As with the controversy in GULLIVER’S TRAVELS over how to crack open an egg, there are two opposing schools in the matter of how to grill a steak: those who salt it before cooking and those who salt it afterwards.
WHEN YOU GRILL A STEAK, naturally you salt it. But when? Before putting the meat on the grill? During cooking? Just before eating it?
Cooks are naturally inclined to respond on the basis of their own experience, but sometimes this is insufficient. As Oscar Wilde remarked, experience is the sum of all our past errors; as long as errors are not recognized, they remain alternative truths. Therefore it helps to conduct experiments in which the various parameters are controlled—the only way to cut to the heart of things, meat among them.

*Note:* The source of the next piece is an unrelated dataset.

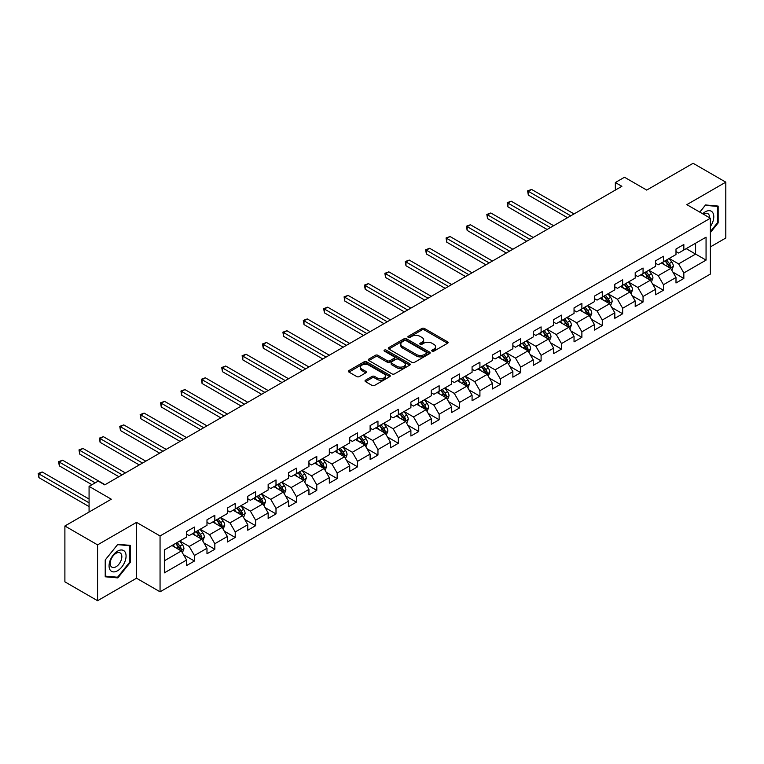 <?xml version="1.0" encoding="UTF-8"?>
<svg xmlns="http://www.w3.org/2000/svg" width="764" height="764" viewBox="0 0 764 764"><rect width="100%" height="100%" fill="white"/><g stroke="black" fill="none" stroke-linecap="round" stroke-linejoin="round"><path stroke-width="1.15" d="M432.118 351.153A1.27 0.735 0 0 0 433.914 351.153L447.542 343.284A1.814 1.05 0 0 0 448.076 342.539A1.814 1.05 0 0 0 447.542 341.804L424.45 328.472A1.814 1.05 0 0 0 421.881 328.472L408.253 336.341A1.27 0.735 0 0 0 407.88 336.857A1.27 0.735 0 0 0 408.253 337.373A1.27 0.735 0 0 0 410.048 337.373L411.806 336.361A5.806 3.352 0 0 1 420.019 336.361L421.948 337.468A5.806 3.352 0 0 1 423.648 339.837A5.806 3.352 0 0 1 421.948 342.205L420.181 343.227A1.27 0.735 0 0 0 419.808 343.743A1.27 0.735 0 0 0 420.181 344.268A1.27 0.735 0 0 0 421.976 344.268L423.743 343.246A5.806 3.352 0 0 1 431.956 343.246L433.876 344.354A5.806 3.352 0 0 1 435.575 346.732A5.806 3.352 0 0 1 433.876 349.1L432.118 350.122A1.27 0.735 0 0 0 431.746 350.638A1.27 0.735 0 0 0 432.118 351.153L432.118 350.122M365.555 380.176A1.814 1.05 0 0 0 365.02 380.911A1.814 1.05 0 0 0 365.555 381.656L372.03 385.4A1.814 1.05 0 0 0 374.599 385.4L389.745 376.652A1.814 1.05 0 0 0 390.27 375.917A1.814 1.05 0 0 0 389.745 375.172L366.644 361.84A1.814 1.05 0 0 0 364.075 361.84L348.938 370.578A1.814 1.05 0 0 0 348.403 371.323A1.814 1.05 0 0 0 348.938 372.058L356.769 376.585A1.814 1.05 0 0 0 359.328 376.585L365.813 372.842A1.814 1.05 0 0 0 366.348 372.097A1.814 1.05 0 0 0 365.813 371.361L361.926 369.117A4.851 2.798 0 0 1 360.512 367.14A4.851 2.798 0 0 1 363.502 364.552A4.851 2.798 0 0 1 368.792 365.154L383.996 373.93A4.851 2.798 0 0 1 385.419 375.917A4.851 2.798 0 0 1 382.42 378.505A4.851 2.798 0 0 1 377.139 377.893L374.599 376.432A1.814 1.05 0 0 0 372.03 376.432L365.555 380.176L365.555 381.656L372.03 377.941L372.03 376.432M710.377 246.915L725.8 238.005L725.8 182.157L693.12 163.286L646.716 190.083L624.494 177.248L615.345 182.539L621.877 186.311L104.763 484.863L98.222 481.091L89.073 486.372L89.073 512.033M97.572 544.866L97.572 600.714L136.527 578.224L136.527 522.375L97.572 544.866L64.892 525.995L111.296 499.207L89.073 486.372M136.527 522.375L160.058 535.956L710.377 218.227L710.377 274.075L160.058 591.804L160.058 535.956M725.8 182.157L686.846 204.647L710.377 218.227M411.939 362.356A1.814 1.05 0 0 0 414.508 362.356L429.645 353.617A1.814 1.05 0 0 0 430.18 352.873A1.814 1.05 0 0 0 429.645 352.137L406.553 338.805A1.814 1.05 0 0 0 403.984 338.805L388.847 347.544A1.814 1.05 0 0 0 388.313 348.288A1.814 1.05 0 0 0 388.847 349.024L411.939 362.356M384.922 351.43A1.27 0.735 0 0 1 386.212 351.612L386.212 350.103L409.695 363.654A1.814 1.05 0 0 1 410.22 364.399A1.814 1.05 0 0 1 409.695 365.135L394.549 373.882A1.814 1.05 0 0 1 391.989 373.882L368.888 360.541L368.888 359.061A1.814 1.05 0 0 0 368.363 359.806A1.814 1.05 0 0 0 368.888 360.541M368.888 359.061L375.372 355.317A1.814 1.05 0 0 1 377.941 355.317L387.3 360.732A1.814 1.05 0 0 0 389.869 360.732L394.167 358.249A1.814 1.05 0 0 0 394.702 357.504A1.814 1.05 0 0 0 394.167 356.769L384.416 351.134A1.27 0.735 0 0 1 384.044 350.619A1.27 0.735 0 0 1 384.827 349.941A1.27 0.735 0 0 1 386.212 350.103M97.572 600.714L64.892 581.843L64.892 525.995M183.522 554.712L194.438 561.015L194.438 555.504L206.987 548.256L206.987 553.766L214.827 549.24L214.827 543.729L227.376 536.481L227.376 541.991L235.216 537.464L235.216 531.954L247.765 524.715L247.765 530.226L255.606 525.689L255.606 520.188L268.154 512.94L268.154 518.45L276.005 513.924L276.005 508.413L288.553 501.165L288.553 506.675L296.394 502.149L296.394 496.638L308.942 489.39L308.942 494.9L316.783 490.373L316.783 484.863L329.332 477.624L329.332 483.125L337.172 478.598L337.172 473.088L349.731 465.849L349.731 471.359L357.571 466.823L357.571 461.322L370.12 454.074L370.12 459.584L377.96 455.058L377.96 449.547L390.509 442.299L390.509 447.809L398.35 443.282L398.35 437.772L410.898 430.524L410.898 436.034L418.748 431.507L418.748 425.997L431.297 418.758L431.297 424.259L439.138 419.732L439.138 414.222L451.686 406.983L451.686 412.493L459.527 407.957L459.527 402.456L472.076 395.208L472.076 400.718L479.916 396.191L479.916 390.681L492.465 383.433L492.465 388.943L500.315 384.416L500.315 378.906L512.864 371.657L512.864 377.168L520.704 372.641L520.704 367.131L533.253 359.892L533.253 365.393L541.093 360.866L541.093 355.356L553.642 348.117L553.642 353.627L561.492 349.1L561.492 343.59L574.041 336.341L574.041 341.852L581.881 337.325L581.881 331.815L594.43 324.566L594.43 330.077L602.271 325.55L602.271 320.04L614.819 312.791L614.819 318.301L622.66 313.775L622.66 308.264L635.209 301.026L635.209 306.536L643.059 302L643.059 296.489L655.607 289.25L655.607 294.761L663.448 290.234L663.448 284.724L675.997 277.475L675.997 282.986L683.837 278.459L683.837 272.949L706.06 260.113L706.06 237.174L695.603 243.21L695.603 254.078L706.06 260.113M194.438 561.015L186.588 565.541L186.588 560.031L164.365 572.857L164.365 549.918L186.588 537.092L186.588 531.582L194.438 527.055L194.438 532.565L206.987 525.317L206.987 519.806L214.827 515.28L214.827 520.79L227.376 513.542L227.376 508.031L235.216 503.505L235.216 509.015L247.765 501.767L247.765 496.256L255.606 491.729L255.606 497.24L268.154 489.991L268.154 484.491L276.005 479.954L276.005 485.465L288.553 478.226L288.553 472.715L296.394 468.189L296.394 473.699L308.942 466.451L308.942 460.94L316.783 456.414L316.783 461.924L329.332 454.675L329.332 449.165L337.172 444.638L337.172 450.149L349.731 442.9L349.731 437.39L357.571 432.863L357.571 438.374L370.12 431.135L370.12 425.624L377.96 421.088L377.96 426.598L390.509 419.36L390.509 413.849L398.35 409.323L398.35 414.833L410.898 407.584L410.898 402.074L418.748 397.547L418.748 403.058L431.297 395.809L431.297 390.299L439.138 385.772L439.138 391.283L451.686 384.034L451.686 378.524L459.527 373.997L459.527 379.507L472.076 372.269L472.076 366.758L479.916 362.231L479.916 367.732L492.465 360.493L492.465 354.983L500.315 350.456L500.315 355.967L512.864 348.718L512.864 343.208L520.704 338.681L520.704 344.192L533.253 336.943L533.253 331.433L541.093 326.906L541.093 332.416L553.642 325.168L553.642 319.658L561.492 315.131L561.492 320.641L574.041 313.402L574.041 307.892L581.881 303.365L581.881 308.866L594.43 301.627L594.43 296.117L602.271 291.59L602.271 297.101L614.819 289.852L614.819 284.342L622.66 279.815L622.66 285.325L635.209 278.077L635.209 272.567L643.059 268.04L643.059 273.55L655.607 266.302L655.607 260.801L663.448 256.265L663.448 261.775L675.997 254.536L675.997 249.026L683.837 244.499L683.837 250L706.06 237.174M192.347 533.769L201.753 539.203L189.205 546.451L179.788 541.017M186.588 534.074L189.205 535.583L194.438 532.565M189.205 546.451L194.438 555.504M201.753 539.203L206.987 548.256M212.736 521.993L222.143 527.427L209.594 534.676L200.187 529.242M206.987 522.299L209.594 523.808L214.827 520.79M209.594 534.676L214.827 543.729M222.143 527.427L227.376 536.481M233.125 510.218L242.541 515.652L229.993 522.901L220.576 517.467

Some argue that introducing salt beforehand gives it time to penetrate, so that the meat is seasoned, if not quite all the way through, then at least much of the way. Others are equally convinced that salting meat before cooking causes its juices to be drawn out by osmosis. Meat is composed of cells—muscle fibers—that contain water, proteins, and all the other molecules necessary to cellular life. If the meat is placed in contact with salt at the outset, the naysayers claim, then the fact that the concentration of water in the meat is greater than in the surrounding layer of salt means that the water will osmotically migrate toward the salt, drying out the meat.
But that is not all. Not only would the meat gradually lose its juices, but during the course of their escape it would be partly boiled in them, instead of being grilled, so that it would not brown properly. It would also lose tenderness, which depends on the concentration of water in food. Some participants in the seminar on molecular gastronomy that I have been conducting in Paris for several years have mentioned a harmful effect on the internal color of the meat, noting that the juice that comes out from the meat is made up largely of blood (along with intracellular water). However, advocates of the water loss theory sometimes forget that muscle fibers are sheathed in a supporting tissue known as collagen.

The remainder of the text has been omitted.